Vouloir étouffer tout espoir collectif ne peut que conduire à des actes de désespoirs individuels et dangereux. Vendredi 30 septembre, un cap a été franchi. Au lieu de retourner la violence sociale contre lui en se suicidant comme tout le monde ou en s’abîmant à petit feu dans l’alcool, un employé toulousain de la société UPS, Eric Constantin-Troye a abattu au fusil de chasse son patron et le fils de ce dernier âgé de trente ans. Ce père de famille de 47 ans dort désormais derrière les barreaux, accusé d’homicide avec préméditation. Il faut redouter ce type d’actions de la part d’individus qui ne voient plus l’ombre d’un espoir face à cette violence sociale et aboutissent à des gestes désespérés, irréparables et stériles. Cet acte qui a une signification bien plus grave que celle d’un vulgaire fait divers arrive comme point d’orgue d’une radicalisation de travailleurs de plus en plus durement frappés : il y a eu les séquestrations de patrons (le GIGN s’entraîne actuellement contre cette nouvelle forme d’action), les employés menaçant de faire sauter leur usine ou de polluer telle ou telle rivière, etc.


11° La responsabilité historique du LKP

En Guadeloupe, comme je lai déjà dit, la situation sociale est bien plus grave encore que dans l’hexagone. Depuis l’enlisement des négociations, on assiste à une recrudescence tout à fait préoccupantes d’actes de délinquance, voire criminels (lycées incendiés, agressions, meurtres, etc.). Chacun y va de son analyse pour tenter d’expliquer le phénomène. Ces agissements obéissent à des instincts inconscients mais ne faut-il pas y voir une réaction brutale du tissu social face à la déception soulevée après ce qui apparaît à beaucoup comme l’échec de la perspective collective du début d’année. Le LKP est donc condamné à repartir dans l’action dans un avenir très proche, s’il veut concrétiser sa victoire, la victoire des travailleurs, la victoire du peuple et stopper cette spirale de la violence qui se nourrit du désespoir. Il y a urgence. Le mois de novembre pourrait donc être socialement chaud.

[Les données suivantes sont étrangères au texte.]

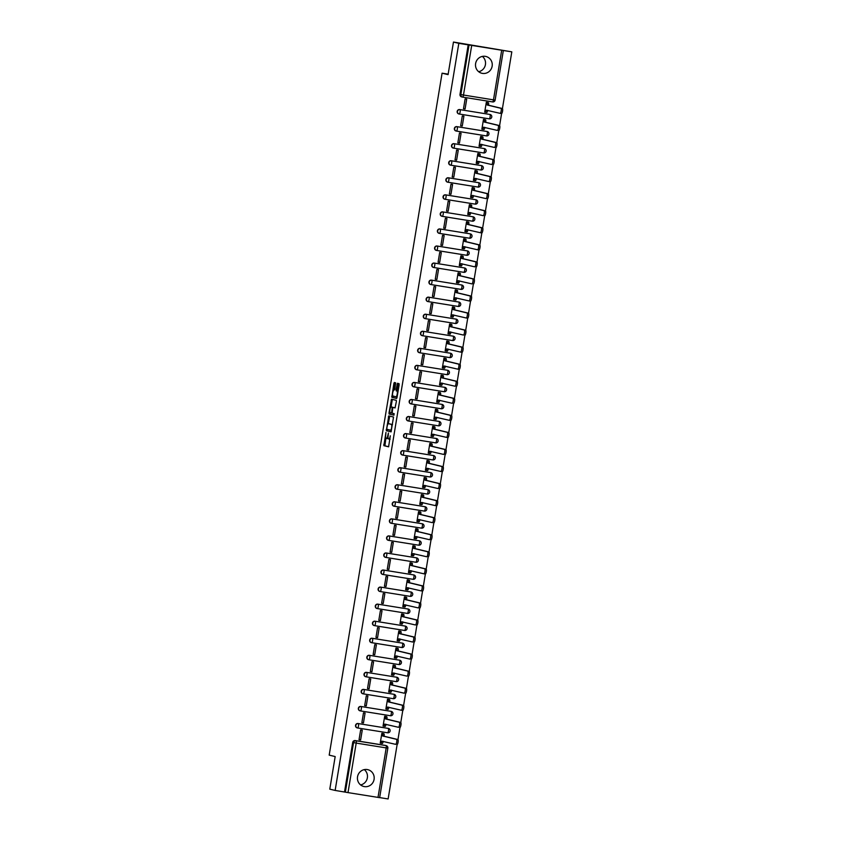 <?xml version="1.0" encoding="UTF-8"?>
<svg xmlns="http://www.w3.org/2000/svg" width="841" height="841" viewBox="0 0 841 841"><rect width="100%" height="100%" fill="white"/><g stroke="black" fill="none" stroke-linecap="round" stroke-linejoin="round"><path stroke-width="1.26" d="M385.956 432.421L383.843 445.667L388.605 446.813L390.308 435.785A3.48 0.862 -80.9 0 1 388.91 439.023L388.5 438.918A3.48 0.862 -80.9 0 1 388.227 435.281L388.416 433.01L387.859 435.196A3.48 0.862 -80.9 0 1 386.461 438.424L386.051 438.329A3.48 0.862 -80.9 0 1 385.777 434.692L385.956 432.421M475.617 63.538A8.641 8.368 103.5 0 0 481.851 73.272A8.641 8.368 103.5 0 0 492.143 66.197A8.641 8.368 103.5 0 0 485.898 56.463A8.641 8.368 103.5 0 0 475.617 63.538M482.366 56.41A8.641 8.368 -76.5 0 1 478.676 71.716M357.541 776.748A8.641 8.368 103.5 0 0 363.785 786.482A8.641 8.368 103.5 0 0 374.077 779.407A8.641 8.368 103.5 0 0 367.832 769.673A8.641 8.368 103.5 0 0 357.541 776.748M364.29 769.61A8.641 8.368 -76.5 0 1 360.61 784.926M395.249 382.75L393.83 390.277A2.912 0.725 -80.9 0 0 393.851 390.277L394.818 389.394L395.638 382.834L394.292 382.518L393.861 383.528L391.853 397.32L396.595 398.466L397.036 397.457L399.139 384.8L399.055 383.664L397.436 383.275L396.1 389.698L396.185 390.834L396.984 391.033A2.912 0.725 -80.9 0 1 397.225 394.04A2.912 0.725 -80.9 0 1 396.048 396.773L392.915 396.016L392.915 397.499L396.71 398.413M393.851 390.277L393.861 390.277A2.912 0.725 -80.9 0 0 392.673 393.01A2.912 0.725 -80.9 0 0 392.915 396.016M396.037 396.773A2.912 0.725 -80.9 0 0 396.048 396.773L397.099 396.941A2.912 0.725 -80.9 0 0 397.11 396.941A2.912 0.725 -80.9 0 0 397.12 396.941L396.048 396.773M386.45 438.424A3.48 0.862 -80.9 0 0 386.461 438.424L387.522 438.603A3.48 0.862 -80.9 0 0 388.1 438.066M389.972 439.191L388.91 439.023A3.48 0.862 -80.9 0 0 388.91 439.023L389.961 439.191A3.48 0.862 -80.9 0 0 389.972 439.191A3.48 0.862 -80.9 0 0 390.14 439.16M335.139 790.435L329.788 789.152L335.181 756.574L329.188 755.123L442.082 73.188L448.074 74.628L453.467 42.05L458.818 43.343L335.139 790.435L345.346 792.148L353.546 742.624A2.218 2.145 -76.5 0 1 356.027 740.774L386.019 745.599A2.218 2.145 -76.5 0 1 386.177 745.631L385.346 745.42A2.218 2.145 103.5 0 0 385.189 745.389L386.019 745.599A2.218 0.547 -80.9 0 1 386.198 747.912L356.206 743.087L348.006 792.611L345.346 792.148M388.773 415.885L386.324 430.697L391.076 431.843L393.525 417.031L388.773 415.885M389.005 412.878L391.538 399.202L396.29 400.348L396.374 401.483L395.039 407.917L393.104 407.443L392.663 408.453L392.158 413.194L394.166 413.667L393.914 415.17L389.089 414.014L389.005 412.878L390.119 412.689M453.467 42.05L511.812 51.848L502.424 108.573M379.659 797.594L388.132 798.95L397.131 744.569M397.961 739.575L399.959 727.518M400.779 722.524L402.776 710.466M403.606 705.473L405.604 693.404M406.424 688.411L408.421 676.353M409.252 671.36L411.249 659.302M412.079 654.309L414.066 642.24M414.897 637.257L416.894 625.189M417.725 620.195L419.722 608.138M420.542 603.144L422.539 591.086M423.37 586.093L425.367 574.025M426.187 569.042L428.185 556.973M429.015 551.98L431.012 539.922M431.832 534.929L433.83 522.871M434.66 517.877L436.658 505.809M437.488 500.826L439.486 488.758M440.306 483.764L442.303 471.706M443.133 466.713L445.131 454.655M445.951 449.662L447.948 437.593M448.779 432.6L450.776 420.542M451.596 415.549L453.593 403.491M454.424 398.497L456.421 386.429M457.252 381.446L459.249 369.378M460.069 364.384L462.066 352.326M462.897 347.333L464.894 335.275M465.714 330.282L467.712 318.213M468.542 313.23L470.54 301.162M471.359 296.169L473.357 284.111M474.187 279.117L476.185 267.06M477.015 262.066L479.002 249.998M479.833 245.015L481.83 232.946M482.66 227.953L484.658 215.895M485.478 210.902L487.475 198.844M488.306 193.851L490.303 181.782M491.123 176.789L493.12 164.731M493.951 159.737L495.948 147.68M496.768 142.686L498.766 130.628M499.596 125.635L501.593 113.567M458.818 43.343L511.812 51.848M344.516 791.949L352.715 742.424A2.218 2.145 -76.5 0 1 355.196 740.574L385.189 745.389M379.585 797.646L348.006 792.611M383.443 733.615L381.856 733.299L380.227 743.139L381.688 743.36M360.621 739.985L362.25 730.146L360.663 729.893L359.033 739.733L360.621 739.985L359.054 739.607M363.449 722.934L365.078 713.094L363.491 712.842L361.861 722.682L363.449 722.934L361.882 722.556M386.261 716.564L384.684 716.248L383.054 726.088L384.516 726.309M366.266 705.883L367.895 696.043L366.308 695.791L364.679 705.62L366.266 705.883L364.7 705.504M389.089 699.512L387.512 699.186L385.882 709.026L387.333 709.257M369.094 688.821L370.723 678.992L369.136 678.729L367.506 688.569L369.094 688.821L367.528 688.453M391.906 682.45L390.329 682.135L388.7 691.975L390.161 692.196M371.922 671.77L373.551 661.93L371.953 661.678L370.324 671.517L371.922 671.77L370.345 671.391M394.734 665.399L393.157 665.084L391.528 674.924L392.989 675.144M374.739 654.718L376.369 644.879L374.781 644.627L373.152 654.466L374.739 654.718L373.173 654.34M397.551 648.348L395.974 648.033L394.345 657.872L395.806 658.093M377.567 637.667L379.196 627.828L377.598 627.565L375.969 637.404L377.567 637.667L375.99 637.289M400.379 631.297L398.802 630.971L397.173 640.81L398.634 641.042M380.384 620.605L382.014 610.776L380.426 610.513L378.797 620.353L380.384 620.605L378.818 620.227M403.207 614.235L401.62 613.919L399.99 623.759L401.451 623.98M383.212 603.554L384.842 593.714L383.254 593.462L381.625 603.302L383.212 603.554L381.646 603.176M406.024 597.184L404.447 596.868L402.818 606.708L404.279 606.929M386.03 586.503L387.659 576.663L386.072 576.411L384.442 586.251L386.03 586.503L384.463 586.124M408.852 580.132L407.275 579.817L405.646 589.657L407.097 589.877M388.857 569.452L390.487 559.612L388.899 559.349L387.27 569.189L388.857 569.452L387.291 569.073M411.67 563.081L410.093 562.755L408.463 572.595L409.924 572.826M391.685 552.39L393.304 542.55L391.717 542.298L390.087 552.138L391.685 552.39L390.108 552.011M414.497 546.019L412.92 545.704L411.291 555.544L412.752 555.764M394.503 535.339L396.132 525.499L394.545 525.247L392.915 535.086L394.503 535.339L392.936 534.96M417.315 528.968L415.738 528.653L414.108 538.492L415.57 538.713M397.33 518.287L398.96 508.448L397.362 508.195L395.733 518.035L397.33 518.287L395.754 517.909M420.143 511.917L418.566 511.601L416.936 521.431L418.397 521.662M400.148 501.236L401.777 491.396L400.19 491.133L398.56 500.973L400.148 501.236L398.581 500.858M422.97 494.865L421.383 494.54L419.754 504.379L421.215 504.611M402.976 484.174L404.605 474.335L403.007 474.082L401.388 483.922L402.976 484.174L401.399 483.796M425.788 477.804L424.211 477.488L422.581 487.328L424.043 487.549M405.793 467.123L407.422 457.283L405.835 457.031L404.206 466.871L405.793 467.123L404.227 466.744M428.616 460.752L427.028 460.437L425.409 470.277L426.86 470.497M408.621 450.072L410.25 440.232L408.663 439.98L407.033 449.809L408.621 450.072L407.055 449.693M431.433 443.701L429.856 443.386L428.227 453.215L429.688 453.446M411.438 433.02L413.068 423.181L411.48 422.918L409.851 432.758L411.438 433.02L409.872 432.642M434.261 426.65L432.684 426.324L431.055 436.164L432.505 436.384M414.266 415.959L415.896 406.119L414.308 405.867L412.679 415.706L414.266 415.959L412.7 415.58M437.078 409.588L435.501 409.273L433.872 419.112L435.333 419.333M417.094 398.907L418.723 389.068L417.125 388.815L415.496 398.655L417.094 398.907L415.517 398.529M439.906 392.537L438.329 392.221L436.7 402.061L438.161 402.282M419.911 381.856L421.541 372.016L419.953 371.764L418.324 381.593L419.911 381.856L418.345 381.478M442.734 375.485L441.147 375.16L439.517 384.999L440.978 385.231M422.739 364.794L424.369 354.965L422.771 354.702L421.141 364.542L422.739 364.794L421.162 364.426M445.551 358.424L443.974 358.108L442.345 367.948L443.806 368.169M425.557 347.743L427.186 337.903L425.599 337.651L423.969 347.491L425.557 347.743L423.99 347.365M448.379 341.372L446.792 341.057L445.162 350.897L446.624 351.118M428.384 330.692L430.014 320.852L428.426 320.6L426.797 330.439L428.384 330.692L426.818 330.313M451.197 324.321L449.62 324.006L447.99 333.845L449.451 334.066M431.202 313.64L432.831 303.801L431.244 303.538L429.614 313.378L431.202 313.64L429.635 313.262M454.024 307.27L452.447 306.944L450.818 316.784L452.269 317.015M434.03 296.579L435.659 286.739L434.072 286.487L432.442 296.326L434.03 296.579L432.463 296.2M456.842 290.208L455.265 289.893L453.635 299.732L455.097 299.953M436.857 279.527L438.476 269.688L436.889 269.435L435.26 279.275L436.857 279.527L435.281 279.149M459.67 273.157L458.093 272.841L456.463 282.681L457.925 282.902M439.675 262.476L441.304 252.636L439.717 252.384L438.087 262.224L439.675 262.476L438.108 262.098M462.487 256.106L460.91 255.79L459.281 265.63L460.742 265.851M442.503 245.425L444.132 235.585L442.534 235.322L440.905 245.162L442.503 245.425L440.926 245.046M465.315 239.054L463.738 238.728L462.108 248.568L463.57 248.799M445.32 228.363L446.949 218.523L445.362 218.271L443.733 228.111L445.32 228.363L443.754 227.985M468.143 221.992L466.555 221.677L464.926 231.517L466.387 231.738M448.148 211.312L449.777 201.472L448.19 201.22L446.56 211.059L448.148 211.312L446.582 210.933M470.96 204.941L469.383 204.626L467.754 214.466L469.215 214.686M450.965 194.26L452.595 184.421L451.007 184.168L449.378 194.008L450.965 194.26L449.399 193.882M473.788 187.89L472.2 187.575L470.582 197.404L472.032 197.635M453.793 177.209L455.423 167.37L453.835 167.107L452.206 176.946L453.793 177.209L452.227 176.831M476.605 170.839L475.028 170.513L473.399 180.352L474.86 180.584M456.61 160.147L458.24 150.308L456.652 150.055L455.023 159.895L456.61 160.147L455.044 159.769M479.433 153.777L477.856 153.461L476.227 163.301L477.688 163.522M459.438 143.096L461.068 133.256L459.48 133.004L457.851 142.844L459.438 143.096L457.872 142.718M482.25 136.726L480.674 136.41L479.044 146.25L480.505 146.471M462.266 126.045L463.896 116.205L462.298 115.953L460.668 125.782L462.266 126.045L460.689 125.666M485.078 119.674L483.501 119.348L481.872 129.188L483.333 129.419M465.084 108.983L466.713 99.154L465.126 98.891L463.496 108.731L465.084 108.983L463.517 108.615M487.906 102.613L486.319 102.297L484.689 112.137L486.151 112.358M458.923 113.945A2.218 2.145 103.5 0 1 457.189 111.338A2.218 2.145 103.5 0 1 459.659 109.572L489.946 114.46A2.218 2.145 103.5 0 0 489.651 114.397M456.106 130.996A2.218 2.145 103.5 0 1 454.371 128.389A2.218 2.145 103.5 0 1 456.831 126.634L487.128 131.522A2.218 2.145 103.5 0 0 486.823 131.448M453.278 148.058A2.218 2.145 103.5 0 1 451.543 145.451A2.218 2.145 103.5 0 1 454.014 143.685L484.3 148.573A2.218 2.145 103.5 0 0 484.006 148.5M450.45 165.109A2.218 2.145 103.5 0 1 448.716 162.502A2.218 2.145 103.5 0 1 451.186 160.736L481.473 165.624A2.218 2.145 103.5 0 0 481.178 165.551M447.633 182.161A2.218 2.145 103.5 0 1 445.898 179.554A2.218 2.145 103.5 0 1 448.369 177.787L478.655 182.686A2.218 2.145 -76.5 0 1 478.813 182.718L478.518 182.644A2.218 2.145 103.5 0 0 478.361 182.613M444.805 199.212A2.218 2.145 103.5 0 1 443.07 196.615A2.218 2.145 103.5 0 1 445.541 194.849L475.827 199.738A2.218 2.145 103.5 0 0 475.533 199.664M441.988 216.274A2.218 2.145 103.5 0 1 440.253 213.667A2.218 2.145 103.5 0 1 442.713 211.9L473.01 216.789A2.218 2.145 103.5 0 0 472.716 216.715M439.16 233.325A2.218 2.145 103.5 0 1 437.425 230.718A2.218 2.145 103.5 0 1 439.896 228.952L470.182 233.84A2.218 2.145 103.5 0 0 469.888 233.777M436.342 250.376A2.218 2.145 103.5 0 1 434.608 247.769A2.218 2.145 103.5 0 1 437.068 246.003L467.365 250.902A2.218 2.145 103.5 0 0 467.06 250.828M433.514 267.438A2.218 2.145 103.5 0 1 431.78 264.831A2.218 2.145 103.5 0 1 434.25 263.065L464.537 267.953A2.218 2.145 103.5 0 0 464.243 267.88M430.697 284.489A2.218 2.145 103.5 0 1 428.963 281.882A2.218 2.145 103.5 0 1 431.422 280.116L461.709 285.004A2.218 2.145 103.5 0 0 461.415 284.931M427.869 301.541A2.218 2.145 103.5 0 1 426.135 298.933A2.218 2.145 103.5 0 1 428.605 297.167L458.892 302.056A2.218 2.145 -76.5 0 1 459.049 302.087L458.755 302.024A2.218 2.145 103.5 0 0 458.597 301.993M425.041 318.592A2.218 2.145 103.5 0 1 423.307 315.985A2.218 2.145 103.5 0 1 425.777 314.229L456.064 319.117A2.218 2.145 103.5 0 0 455.769 319.044M422.224 335.654A2.218 2.145 103.5 0 1 420.489 333.047A2.218 2.145 103.5 0 1 422.949 331.28L453.246 336.169A2.218 2.145 103.5 0 0 452.952 336.095M419.396 352.705A2.218 2.145 103.5 0 1 417.662 350.098A2.218 2.145 103.5 0 1 420.132 348.332L450.419 353.22A2.218 2.145 103.5 0 0 450.124 353.146M416.579 369.756A2.218 2.145 103.5 0 1 414.844 367.149A2.218 2.145 103.5 0 1 417.304 365.383L447.601 370.271A2.218 2.145 -76.5 0 1 447.759 370.303L447.454 370.24A2.218 2.145 103.5 0 0 447.307 370.208M413.751 386.807A2.218 2.145 103.5 0 1 412.016 384.2A2.218 2.145 103.5 0 1 414.487 382.445L444.773 387.333A2.218 2.145 103.5 0 0 444.479 387.259M410.934 403.869A2.218 2.145 103.5 0 1 409.199 401.262A2.218 2.145 103.5 0 1 411.659 399.496L441.956 404.384A2.218 2.145 103.5 0 0 441.651 404.311M408.106 420.921A2.218 2.145 103.5 0 1 406.371 418.313A2.218 2.145 103.5 0 1 408.842 416.547L439.128 421.436A2.218 2.145 -76.5 0 1 439.286 421.467L438.991 421.394A2.218 2.145 103.5 0 0 438.834 421.362M405.278 437.972A2.218 2.145 103.5 0 1 403.543 435.365A2.218 2.145 103.5 0 1 406.014 433.599L436.3 438.487A2.218 2.145 103.5 0 0 436.006 438.424M402.461 455.023A2.218 2.145 103.5 0 1 400.726 452.416A2.218 2.145 103.5 0 1 403.196 450.66L433.483 455.549A2.218 2.145 103.5 0 0 433.189 455.475M399.633 472.085A2.218 2.145 103.5 0 1 397.898 469.478A2.218 2.145 103.5 0 1 400.369 467.712L430.655 472.6A2.218 2.145 103.5 0 0 430.361 472.526M396.815 489.136A2.218 2.145 103.5 0 1 395.081 486.529A2.218 2.145 103.5 0 1 397.541 484.763L427.838 489.651A2.218 2.145 103.5 0 0 427.543 489.588M393.987 506.187A2.218 2.145 103.5 0 1 392.253 503.58A2.218 2.145 103.5 0 1 394.723 501.814L425.01 506.713A2.218 2.145 103.5 0 0 424.716 506.639M391.17 523.249A2.218 2.145 103.5 0 1 389.436 520.642A2.218 2.145 103.5 0 1 391.895 518.876L422.193 523.764A2.218 2.145 103.5 0 0 421.888 523.691M388.342 540.3A2.218 2.145 103.5 0 1 386.608 537.693A2.218 2.145 103.5 0 1 389.078 535.927L419.365 540.816A2.218 2.145 -76.5 0 1 419.522 540.847L419.228 540.774A2.218 2.145 103.5 0 0 419.07 540.742M385.525 557.352A2.218 2.145 103.5 0 1 383.78 554.745A2.218 2.145 103.5 0 1 386.25 552.979L416.537 557.867A2.218 2.145 103.5 0 0 416.242 557.804M382.697 574.403A2.218 2.145 103.5 0 1 380.962 571.796A2.218 2.145 103.5 0 1 383.433 570.03L413.719 574.929A2.218 2.145 103.5 0 0 413.425 574.855M379.869 591.465A2.218 2.145 103.5 0 1 378.135 588.858A2.218 2.145 103.5 0 1 380.605 587.092L410.892 591.98A2.218 2.145 103.5 0 0 410.597 591.906M377.052 608.516A2.218 2.145 103.5 0 1 375.317 605.909A2.218 2.145 103.5 0 1 377.777 604.143L408.074 609.031A2.218 2.145 103.5 0 0 407.78 608.958M374.224 625.567A2.218 2.145 103.5 0 1 372.489 622.96A2.218 2.145 103.5 0 1 374.96 621.194L405.246 626.082A2.218 2.145 103.5 0 0 404.952 626.019M371.407 642.619A2.218 2.145 103.5 0 1 369.672 640.012A2.218 2.145 103.5 0 1 372.132 638.256L402.429 643.144A2.218 2.145 103.5 0 0 402.135 643.071M368.579 659.68A2.218 2.145 103.5 0 1 366.844 657.073A2.218 2.145 103.5 0 1 369.315 655.307L399.601 660.196A2.218 2.145 -76.5 0 1 399.759 660.227L399.464 660.153A2.218 2.145 103.5 0 0 399.307 660.122M365.761 676.732A2.218 2.145 103.5 0 1 364.027 674.125A2.218 2.145 103.5 0 1 366.487 672.358L396.784 677.247A2.218 2.145 103.5 0 0 396.479 677.173M362.934 693.783A2.218 2.145 103.5 0 1 361.199 691.176A2.218 2.145 103.5 0 1 363.669 689.41L393.956 694.298A2.218 2.145 103.5 0 0 393.662 694.235M360.106 710.834A2.218 2.145 103.5 0 1 358.371 708.227A2.218 2.145 103.5 0 1 360.842 706.472L391.128 711.36A2.218 2.145 103.5 0 0 390.834 711.286M357.288 727.896A2.218 2.145 103.5 0 1 355.554 725.289A2.218 2.145 103.5 0 1 358.014 723.523L388.311 728.411A2.218 2.145 103.5 0 0 388.016 728.338M442.082 73.188L448.158 74.155M468.195 44.846L459.995 94.371A2.218 2.145 103.5 0 0 461.604 96.862L462.434 97.062A2.218 2.145 -76.5 0 1 460.836 94.57L469.026 45.046M386.482 438.434L387.501 438.592A3.48 0.862 -80.9 0 0 387.522 438.603M385.893 438.224L384.905 445.835L388.71 446.75M387.354 429.383L387.386 430.865L391.191 431.78M389.719 416.116L388.3 423.706M386.807 428.468L386.86 429.267L391.033 430.266L391.601 428.006A3.48 0.862 -80.9 0 0 391.328 424.369L388.479 423.685A3.48 0.862 -80.9 0 0 388.458 423.675A3.48 0.862 -80.9 0 0 387.06 426.913L386.807 428.468M392.537 424.642A3.48 0.862 -80.9 0 0 392.379 424.537L391.328 424.369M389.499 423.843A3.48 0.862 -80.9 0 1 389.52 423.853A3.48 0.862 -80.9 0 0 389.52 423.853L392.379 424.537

FRédéric Gircour (chien.creole@gmail.com)

2 commentaires:

Anonymous Joséphine a dit...

j'ai deux amours
l' syndicat et l' caisse de secours

4 novembre 2009 à 08:18  
Anonymous perlerouge a dit...

A qui la faute ? Les syndicats de métropole et le parti de gauche officiel(ps) freinent toutes luttes du peuple.
Les travailleurs sont en effet découragés.
Les médias sont aux ordres et on encourage l'individualité et la fuite en avant par la consommation.